Kim & Chang
- Headquarters: Seoul, South Korea
- No. of attorneys: 1,200+
- Date founded: 1973
- Founder: Young-moo Kim
- Website: kimchang.com

= Kim & Chang =

Law firm

Kim & Chang is an international law firm headquartered in Seoul. Founded in 1973, it is the largest law firm in South Korea, with over 1,200 professionals and offices in Seoul, Hong Kong, Singapore, and Ho Chi Minh City. In 2016, it became the first Korean law firm to be included in the world's top 100 law firms by the American Lawyer, ranking 59th with a revenue of $686 million. In 2017, the firm posted a revenue of , becoming Korea's first law firm to reach a revenue milestone of 1 trillion won.

The firm employs numerous attorneys educated and licensed in the United States, Japan, China, and Europe. Approximately 20 percent of its lawyers are foreign-qualified, and it has a division of around 200 personnel devoted to Japan-related practice.

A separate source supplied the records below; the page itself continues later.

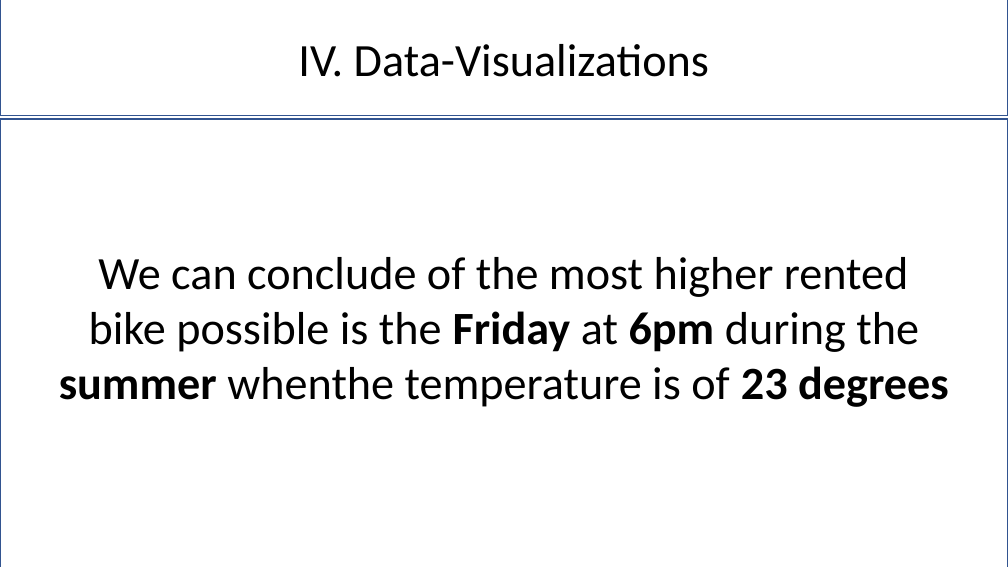
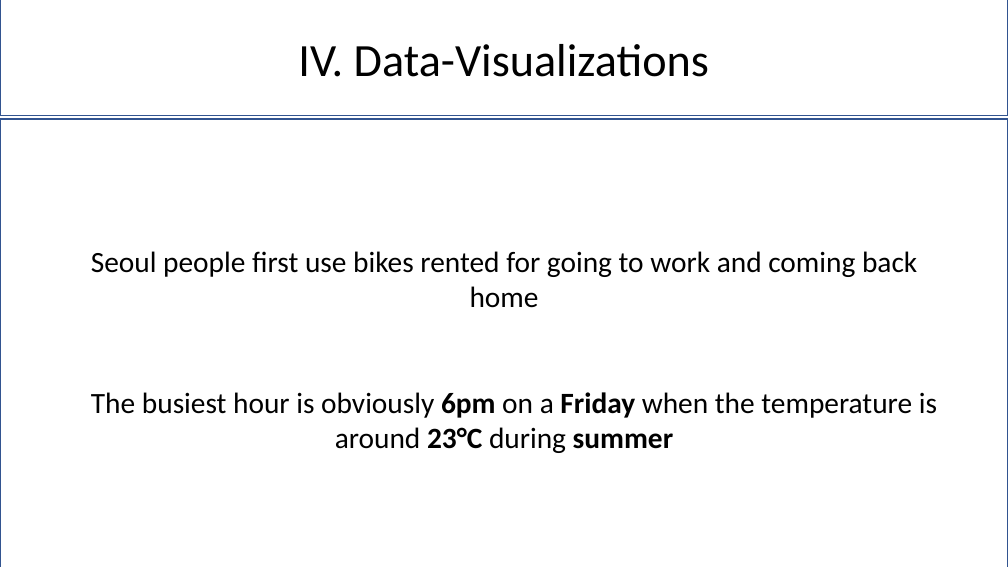
Before and after one commit to Pierre-Portfolio/Seoul-Bike-Sharing, a slide deck: slide 11 of livrable/rapport/SeoulPierreAnthony.pptx. Drawn at 1008x567 pixels with LibreOffice and Linux fonts; fonts in the diff are those of the drawing; background and template pictures are left out. Boxes give left, top, right and bottom in pixels: in the first picture for what was removed or moved away, otherwise in the second. Text is boxed around its words. In the diff, an @@ line names an element or a change of style, - is before the commit and + after.

```diff
--- a/livrable/rapport/SeoulPierreAnthony.pptx
+++ b/livrable/rapport/SeoulPierreAnthony.pptx
@@ text at (91,251,937,453): text changed; size 44 to 28 pt @@
-We can conclude of the most higher rented bike possible is the Friday at 6pm during the summer whenthe temperature is of 23 degrees
+Seoul people first use bikes rented for going to work and coming back home
+The busiest hour is obviously 6pm on a Friday when the temperature is around 23°C during summer
```
Also in this commit, not shown: 5 other slides changed.
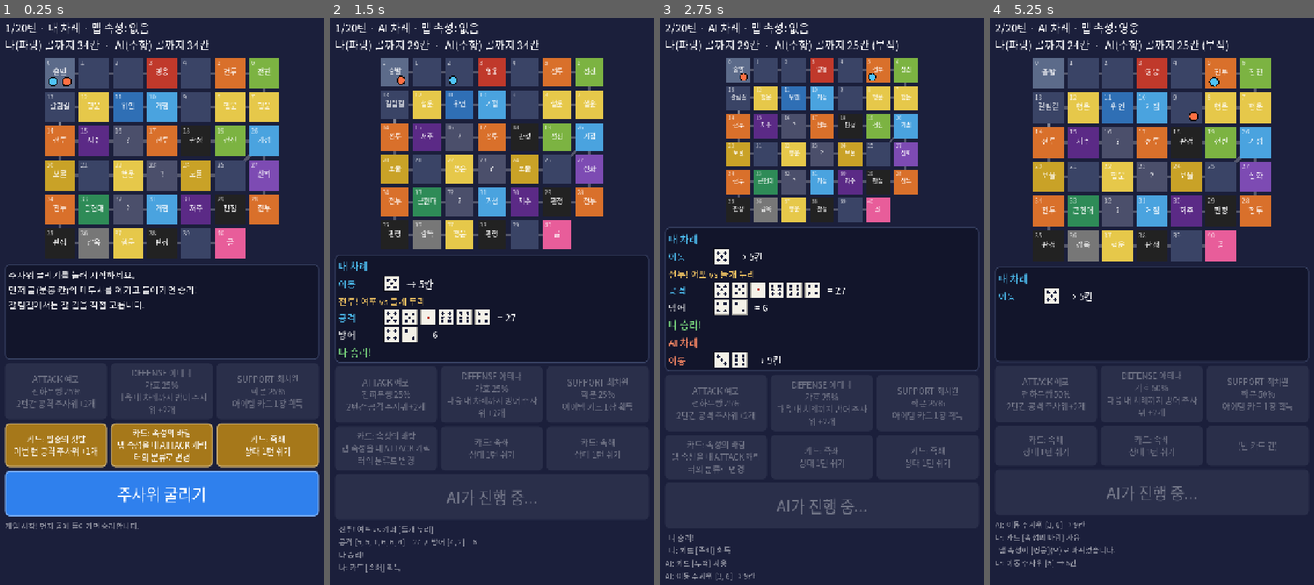
Above: before the commit, frames 1-4 (left to right).
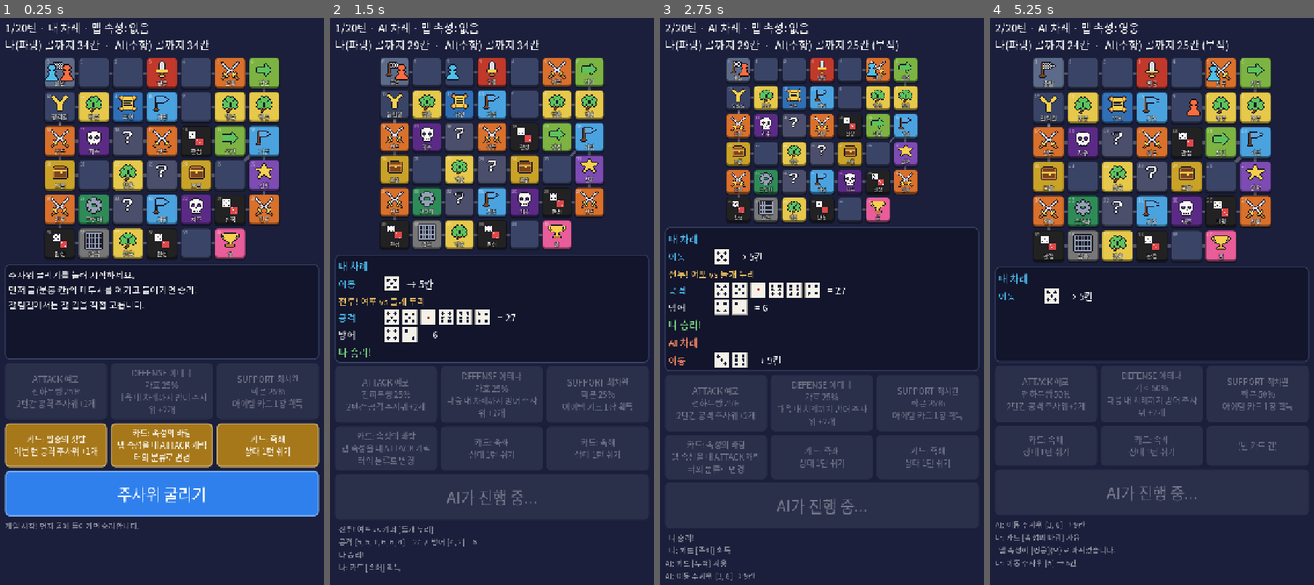
Above: after the commit, the same moments.

Repository: donto333/dice-heroes
Game: Godot game, scene res://scenes/main.tscn
Two runs of this game, one before a commit and one after it. Both use one fixed random seed, a clock stepped at 60 frames per second and the inputs below.
Inputs:
- Up to frame 1 (0.25 s): no input
- Up to frame 2 (1.5 s): click "카드: 필승의 깃발 이번 턴 공격 주사위 +1개" at 0.5 s; click "주사위 굴리기" at 1.25 s
- Up to frame 3 (2.75 s): tap Enter at 2 s
- Up to frame 4 (5.25 s): click "카드: 속성의 바람 맵 속성을 내 ATTACK 캐릭터…" at 4.25 s; click "주사위 굴리기" at 5 s

The runs differ from the first frame. In frame 1, 6.6% of the frame differs, in the area x 13-87%, y 7-43%; in frame 2, 6.2%; in frame 3, 4.9%; in frame 4, 7.0%.

Commit message:
칸 아이콘 도트 18종과 입체 칸 그리기
- tools/make_icons.py: 글자 그림으로 16x16 도트 아이콘을 만들고 테두리를 자동으로 두름
- 보드 칸을 둥근 입체 칸으로 그리고 칸 종류별 아이콘 표시
- 말을 색 동그라미 대신 도트 말 모양으로

Co-Authored-By: Claude Opus 5.5 <noreply@anthropic.com>
Claude-Session: https://claude.ai/code/session_01JPWR7cTXQrxTawoDohtR95

Diff:
--- a/scripts/ui/board_view.gd
+++ b/scripts/ui/board_view.gd
@@ -45,6 +45,15 @@
 	"goal": "골",
 }
 const PLAYER_COLORS := [Color("4fc3f7"), Color("ff7043")]
+const ICON_NAMES := {
+	"start": "start", "fork": "fork", "treasure": "treasure", "battle": "battle",
+	"forward": "forward", "warp": "warp", "luck": "luck", "curse": "curse",
+	"prison": "prison", "fate": "fate", "checkpoint": "checkpoint", "goal": "goal",
+}
+const ATTR_ICONS := {"영웅": "attr_hero", "위인": "attr_great", "신화": "attr_myth", "근현대": "attr_modern"}
+
+var _icons: Dictionary = {}
+var _styles: Dictionary = {}
 
 var game = null
 ## 화면에 그려지는 말의 위치(칸 id). 규칙상 위치를 따라 한 칸씩 움직인다.
@@ -53,6 +62,35 @@
 var highlight: Array = []
 var _queue: Array = []
 var _timer := 0.0
+
+
+func _ready() -> void:
+	texture_filter = CanvasItem.TEXTURE_FILTER_NEAREST
+	for name in ["start", "fork", "treasure", "battle", "forward", "warp", "luck", "curse", "prison",
+			"fate", "checkpoint", "goal", "hidden", "pawn", "attr_hero", "attr_great", "attr_myth", "attr_modern"]:
+		var path := "res://assets/icons/%s.png" % name
+		if ResourceLoader.exists(path):
+			_icons[name] = load(path)
+
+
+## 칸 바탕: 둥근 모서리에 아래쪽이 어두운 입체 테두리.
+func _tile_style(color: Color) -> StyleBoxFlat:
+	var key := color.to_html()
+	if _styles.has(key):
+		return _styles[key]
+	var box := StyleBoxFlat.new()
+	box.bg_color = color
+	box.set_corner_radius_all(6)
+	box.border_color = color.darkened(0.45)
+	box.border_width_bottom = 4
+	box.border_width_left = 1
+	box.border_width_right = 1
+	box.border_width_top = 1
+	box.shadow_color = Color(0, 0, 0, 0.35)
+	box.shadow_size = 2
+	box.shadow_offset = Vector2(0, 2)
+	_styles[key] = box
+	return box
 
 
 func reset_pieces() -> void:
@@ -115,8 +153,7 @@
 	var font := get_theme_default_font()
 	var layout := _layout()
 	var cell: float = layout["cell"]
-	var small: int = int(clamp(cell * 0.19, 10.0, 22.0))
-	var big: int = int(clamp(cell * 0.22, 11.0, 24.0))
+	var small: int = int(clamp(cell * 0.18, 9.0, 20.0))
 
 	# 칸 사이 연결선
 	for id in game.nodes:
@@ -130,28 +167,42 @@
 		var rect := Rect2(_center(id, layout) - half, half * 2.0)
 		var color: Color = TILE_COLORS.get(tile["type"], Color("3a4466"))
 		var label: String = TILE_LABELS.get(tile["type"], "")
+		var icon_name: String = ICON_NAMES.get(tile["type"], "")
 		if tile["type"] == "attr":
 			color = ATTR_COLORS.get(tile["attr"], color)
 			label = tile["attr"]
+			icon_name = ATTR_ICONS.get(tile["attr"], "")
 		if game.is_hidden(id):
 			color = HIDDEN_COLOR
-			label = "?"
-		draw_rect(rect, color)
+			label = ""
+			icon_name = "hidden"
+		draw_style_box(_tile_style(color), rect)
 		if id in highlight:
 			draw_rect(rect.grow(3.0), Color.WHITE, false, 4.0)
-		draw_string(font, rect.position + Vector2(4, small + 2), str(id),
-			HORIZONTAL_ALIGNMENT_LEFT, -1, small, Color(1, 1, 1, 0.7))
+		if _icons.has(icon_name):
+			var icon_size := rect.size.x * 0.62
+			var icon_rect := Rect2(rect.position + Vector2((rect.size.x - icon_size) / 2.0, rect.size.y * 0.10),
+				Vector2(icon_size, icon_size))
+			draw_texture_rect(_icons[icon_name], icon_rect, false)
+		draw_string(font, rect.position + Vector2(3, small), str(id),
+			HORIZONTAL_ALIGNMENT_LEFT, -1, int(small * 0.8), Color(1, 1, 1, 0.55))
 		if label != "":
-			draw_string(font, rect.position + Vector2(0, rect.size.y * 0.55), label,
-				HORIZONTAL_ALIGNMENT_CENTER, rect.size.x, big, Color.WHITE)
-
-	# 말. 같은 칸에 있으면 좌우로 나눠 그린다. 칸 아래쪽에 그려 글자를 가리지 않게 한다.
+			draw_string_outline(font, rect.position + Vector2(0, rect.size.y - 6), label,
+				HORIZONTAL_ALIGNMENT_CENTER, rect.size.x, small, 4, Color(0, 0, 0, 0.8))
+			draw_string(font, rect.position + Vector2(0, rect.size.y - 6), label,
+				HORIZONTAL_ALIGNMENT_CENTER, rect.size.x, small, Color.WHITE)
+
+	# 말. 같은 칸에 있으면 좌우로 나눠 그린다.
 	for player_index in shown_pos.size():
 		var id := int(shown_pos[player_index])
 		if not game.nodes.has(id):
 			continue
 		var center := _center(id, layout)
-		center.x += (player_index * 2 - 1) * cell * 0.20
-		center.y += cell * 0.25
-		draw_circle(center, cell * 0.14, Color.BLACK)
-		draw_circle(center, cell * 0.11, PLAYER_COLORS[player_index])
+		center.x += (player_index * 2 - 1) * cell * 0.22
+		center.y += cell * 0.06
+		var pawn_size := cell * 0.62
+		var pawn_rect := Rect2(center - Vector2(pawn_size, pawn_size) / 2.0, Vector2(pawn_size, pawn_size))
+		if _icons.has("pawn"):
+			draw_texture_rect(_icons["pawn"], pawn_rect, false, PLAYER_COLORS[player_index])
+		else:
+			draw_circle(center, cell * 0.14, PLAYER_COLORS[player_index])
Binary file added: assets/icons/attr_great.png
Binary file added: assets/icons/attr_hero.png
Binary file added: assets/icons/attr_modern.png
Binary file added: assets/icons/attr_myth.png
Binary file added: assets/icons/battle.png
Binary file added: assets/icons/checkpoint.png
Binary file added: assets/icons/curse.png
Binary file added: assets/icons/fate.png
Binary file added: assets/icons/fork.png
Binary file added: assets/icons/forward.png
Binary file added: assets/icons/goal.png
Binary file added: assets/icons/hidden.png
(and 6 more such lines)

In addition to attorneys, the firm employs patent attorneys, tax attorneys, economists, and industry-specific experts.

==History==
Kim & Chang was founded by attorney Young-moo Kim in 1973. Kim had studied in the United States for several years, obtaining a Master of Comparative Law degree from the University of Chicago Law School in 1967 and a Juris Doctor degree from Harvard Law School in 1970. Based on his experience, he sought to create a Korean law firm that followed American standards of legal service, and was the first recruiter of foreign attorneys in Korea. Once Kim established the firm in January 1973, a former judge and Kim's longtime friend, Soo Kil Chang joined later that year.